__Your assignment__: Every record, from the first to the last, is to be printed again exactly.

※

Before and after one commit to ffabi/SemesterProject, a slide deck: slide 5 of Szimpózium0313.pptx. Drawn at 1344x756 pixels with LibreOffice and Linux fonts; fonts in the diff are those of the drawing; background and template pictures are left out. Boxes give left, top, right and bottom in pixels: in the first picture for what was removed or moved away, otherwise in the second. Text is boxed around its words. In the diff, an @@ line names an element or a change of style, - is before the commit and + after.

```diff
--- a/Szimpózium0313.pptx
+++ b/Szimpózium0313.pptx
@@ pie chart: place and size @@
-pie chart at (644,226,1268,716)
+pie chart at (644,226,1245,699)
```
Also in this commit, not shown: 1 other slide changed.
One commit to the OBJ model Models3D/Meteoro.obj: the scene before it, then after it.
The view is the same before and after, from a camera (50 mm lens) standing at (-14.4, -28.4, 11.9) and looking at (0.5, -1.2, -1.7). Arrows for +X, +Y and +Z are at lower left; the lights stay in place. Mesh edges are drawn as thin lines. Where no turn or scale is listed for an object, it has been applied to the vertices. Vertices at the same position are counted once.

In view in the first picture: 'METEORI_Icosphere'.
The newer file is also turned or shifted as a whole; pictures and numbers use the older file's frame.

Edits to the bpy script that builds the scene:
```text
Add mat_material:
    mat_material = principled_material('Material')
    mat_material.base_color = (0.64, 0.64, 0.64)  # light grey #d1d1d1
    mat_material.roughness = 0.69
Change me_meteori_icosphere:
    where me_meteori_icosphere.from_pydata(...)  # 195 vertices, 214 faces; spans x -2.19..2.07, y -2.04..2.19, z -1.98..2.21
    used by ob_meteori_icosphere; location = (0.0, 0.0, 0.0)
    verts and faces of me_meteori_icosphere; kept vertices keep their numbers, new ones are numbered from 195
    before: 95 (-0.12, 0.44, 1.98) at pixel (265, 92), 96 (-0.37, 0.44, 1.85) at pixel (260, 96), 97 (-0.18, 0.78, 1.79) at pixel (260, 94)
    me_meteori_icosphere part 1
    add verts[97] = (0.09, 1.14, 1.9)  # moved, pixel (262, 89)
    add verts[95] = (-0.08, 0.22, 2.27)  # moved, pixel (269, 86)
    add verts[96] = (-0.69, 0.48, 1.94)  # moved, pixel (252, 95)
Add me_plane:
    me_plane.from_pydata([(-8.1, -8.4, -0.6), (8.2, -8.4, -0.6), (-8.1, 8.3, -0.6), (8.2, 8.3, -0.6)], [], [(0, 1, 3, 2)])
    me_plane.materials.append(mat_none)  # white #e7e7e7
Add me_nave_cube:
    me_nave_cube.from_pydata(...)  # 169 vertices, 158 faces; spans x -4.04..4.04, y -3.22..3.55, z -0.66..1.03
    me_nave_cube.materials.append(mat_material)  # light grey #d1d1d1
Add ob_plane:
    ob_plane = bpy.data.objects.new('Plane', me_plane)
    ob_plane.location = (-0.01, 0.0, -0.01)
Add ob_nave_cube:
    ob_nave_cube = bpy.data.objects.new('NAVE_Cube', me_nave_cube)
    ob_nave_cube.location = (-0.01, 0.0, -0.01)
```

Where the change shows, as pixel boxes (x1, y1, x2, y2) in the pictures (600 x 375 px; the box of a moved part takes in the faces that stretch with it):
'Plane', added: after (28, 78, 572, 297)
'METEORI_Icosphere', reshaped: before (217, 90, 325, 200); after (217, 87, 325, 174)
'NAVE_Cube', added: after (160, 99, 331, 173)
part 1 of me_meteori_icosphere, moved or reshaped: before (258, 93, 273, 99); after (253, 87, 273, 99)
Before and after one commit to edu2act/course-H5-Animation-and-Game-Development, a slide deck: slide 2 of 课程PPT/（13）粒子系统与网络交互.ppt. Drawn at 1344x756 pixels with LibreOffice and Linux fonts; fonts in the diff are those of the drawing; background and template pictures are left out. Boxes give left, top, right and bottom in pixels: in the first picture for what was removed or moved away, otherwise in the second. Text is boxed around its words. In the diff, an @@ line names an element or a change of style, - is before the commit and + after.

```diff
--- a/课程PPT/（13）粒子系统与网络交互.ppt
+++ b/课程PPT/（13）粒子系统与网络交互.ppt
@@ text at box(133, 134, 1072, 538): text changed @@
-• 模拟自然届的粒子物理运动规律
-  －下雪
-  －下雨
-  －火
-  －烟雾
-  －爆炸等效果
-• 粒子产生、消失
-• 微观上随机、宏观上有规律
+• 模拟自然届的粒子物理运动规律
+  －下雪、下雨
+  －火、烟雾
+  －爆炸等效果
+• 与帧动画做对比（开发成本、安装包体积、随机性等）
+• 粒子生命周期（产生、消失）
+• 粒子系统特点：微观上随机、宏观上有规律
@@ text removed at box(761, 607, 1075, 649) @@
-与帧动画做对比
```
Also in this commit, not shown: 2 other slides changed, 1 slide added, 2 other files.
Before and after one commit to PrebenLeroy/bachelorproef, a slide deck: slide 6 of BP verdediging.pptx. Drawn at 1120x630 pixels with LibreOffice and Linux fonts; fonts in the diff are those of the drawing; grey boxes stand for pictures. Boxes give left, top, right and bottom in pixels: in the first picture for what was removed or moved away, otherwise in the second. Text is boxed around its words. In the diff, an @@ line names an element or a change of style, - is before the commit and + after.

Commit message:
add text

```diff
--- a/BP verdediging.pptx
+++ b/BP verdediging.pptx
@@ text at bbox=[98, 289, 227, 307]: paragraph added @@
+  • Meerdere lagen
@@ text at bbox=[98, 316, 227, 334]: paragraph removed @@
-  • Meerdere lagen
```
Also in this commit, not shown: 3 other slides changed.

※

__Task result__:
Before and after one commit to ffabi/SemesterProject, a slide deck: slide 5 of Szimpózium0313.pptx. Drawn at 1344x756 pixels with LibreOffice and Linux fonts; fonts in the diff are those of the drawing; background and template pictures are left out. Boxes give left, top, right and bottom in pixels: in the first picture for what was removed or moved away, otherwise in the second. Text is boxed around its words. In the diff, an @@ line names an element or a change of style, - is before the commit and + after.

```diff
--- a/Szimpózium0313.pptx
+++ b/Szimpózium0313.pptx
@@ pie chart: place and size @@
-pie chart at (644,226,1268,716)
+pie chart at (644,226,1245,699)
```
Also in this commit, not shown: 1 other slide changed.
One commit to the OBJ model Models3D/Meteoro.obj: the scene before it, then after it.
The view is the same before and after, from a camera (50 mm lens) standing at (-14.4, -28.4, 11.9) and looking at (0.5, -1.2, -1.7). Arrows for +X, +Y and +Z are at lower left; the lights stay in place. Mesh edges are drawn as thin lines. Where no turn or scale is listed for an object, it has been applied to the vertices. Vertices at the same position are counted once.

In view in the first picture: 'METEORI_Icosphere'.
The newer file is also turned or shifted as a whole; pictures and numbers use the older file's frame.

Edits to the bpy script that builds the scene:
```text
Add mat_material:
    mat_material = principled_material('Material')
    mat_material.base_color = (0.64, 0.64, 0.64)  # light grey #d1d1d1
    mat_material.roughness = 0.69
Change me_meteori_icosphere:
    where me_meteori_icosphere.from_pydata(...)  # 195 vertices, 214 faces; spans x -2.19..2.07, y -2.04..2.19, z -1.98..2.21
    used by ob_meteori_icosphere; location = (0.0, 0.0, 0.0)
    verts and faces of me_meteori_icosphere; kept vertices keep their numbers, new ones are numbered from 195
    before: 95 (-0.12, 0.44, 1.98) at pixel (265, 92), 96 (-0.37, 0.44, 1.85) at pixel (260, 96), 97 (-0.18, 0.78, 1.79) at pixel (260, 94)
    me_meteori_icosphere part 1
    add verts[97] = (0.09, 1.14, 1.9)  # moved, pixel (262, 89)
    add verts[95] = (-0.08, 0.22, 2.27)  # moved, pixel (269, 86)
    add verts[96] = (-0.69, 0.48, 1.94)  # moved, pixel (252, 95)
Add me_plane:
    me_plane.from_pydata([(-8.1, -8.4, -0.6), (8.2, -8.4, -0.6), (-8.1, 8.3, -0.6), (8.2, 8.3, -0.6)], [], [(0, 1, 3, 2)])
    me_plane.materials.append(mat_none)  # white #e7e7e7
Add me_nave_cube:
    me_nave_cube.from_pydata(...)  # 169 vertices, 158 faces; spans x -4.04..4.04, y -3.22..3.55, z -0.66..1.03
    me_nave_cube.materials.append(mat_material)  # light grey #d1d1d1
Add ob_plane:
    ob_plane = bpy.data.objects.new('Plane', me_plane)
    ob_plane.location = (-0.01, 0.0, -0.01)
Add ob_nave_cube:
    ob_nave_cube = bpy.data.objects.new('NAVE_Cube', me_nave_cube)
    ob_nave_cube.location = (-0.01, 0.0, -0.01)
```

Where the change shows, as pixel boxes (x1, y1, x2, y2) in the pictures (600 x 375 px; the box of a moved part takes in the faces that stretch with it):
'Plane', added: after (28, 78, 572, 297)
'METEORI_Icosphere', reshaped: before (217, 90, 325, 200); after (217, 87, 325, 174)
'NAVE_Cube', added: after (160, 99, 331, 173)
part 1 of me_meteori_icosphere, moved or reshaped: before (258, 93, 273, 99); after (253, 87, 273, 99)
Before and after one commit to edu2act/course-H5-Animation-and-Game-Development, a slide deck: slide 2 of 课程PPT/（13）粒子系统与网络交互.ppt. Drawn at 1344x756 pixels with LibreOffice and Linux fonts; fonts in the diff are those of the drawing; background and template pictures are left out. Boxes give left, top, right and bottom in pixels: in the first picture for what was removed or moved away, otherwise in the second. Text is boxed around its words. In the diff, an @@ line names an element or a change of style, - is before the commit and + after.

```diff
--- a/课程PPT/（13）粒子系统与网络交互.ppt
+++ b/课程PPT/（13）粒子系统与网络交互.ppt
@@ text at box(133, 134, 1072, 538): text changed @@
-• 模拟自然届的粒子物理运动规律
-  －下雪
-  －下雨
-  －火
-  －烟雾
-  －爆炸等效果
-• 粒子产生、消失
-• 微观上随机、宏观上有规律
+• 模拟自然届的粒子物理运动规律
+  －下雪、下雨
+  －火、烟雾
+  －爆炸等效果
+• 与帧动画做对比（开发成本、安装包体积、随机性等）
+• 粒子生命周期（产生、消失）
+• 粒子系统特点：微观上随机、宏观上有规律
@@ text removed at box(761, 607, 1075, 649) @@
-与帧动画做对比
```
Also in this commit, not shown: 2 other slides changed, 1 slide added, 2 other files.
Before and after one commit to PrebenLeroy/bachelorproef, a slide deck: slide 6 of BP verdediging.pptx. Drawn at 1120x630 pixels with LibreOffice and Linux fonts; fonts in the diff are those of the drawing; grey boxes stand for pictures. Boxes give left, top, right and bottom in pixels: in the first picture for what was removed or moved away, otherwise in the second. Text is boxed around its words. In the diff, an @@ line names an element or a change of style, - is before the commit and + after.

Commit message:
add text

```diff
--- a/BP verdediging.pptx
+++ b/BP verdediging.pptx
@@ text at bbox=[98, 289, 227, 307]: paragraph added @@
+  • Meerdere lagen
@@ text at bbox=[98, 316, 227, 334]: paragraph removed @@
-  • Meerdere lagen
```
Also in this commit, not shown: 3 other slides changed.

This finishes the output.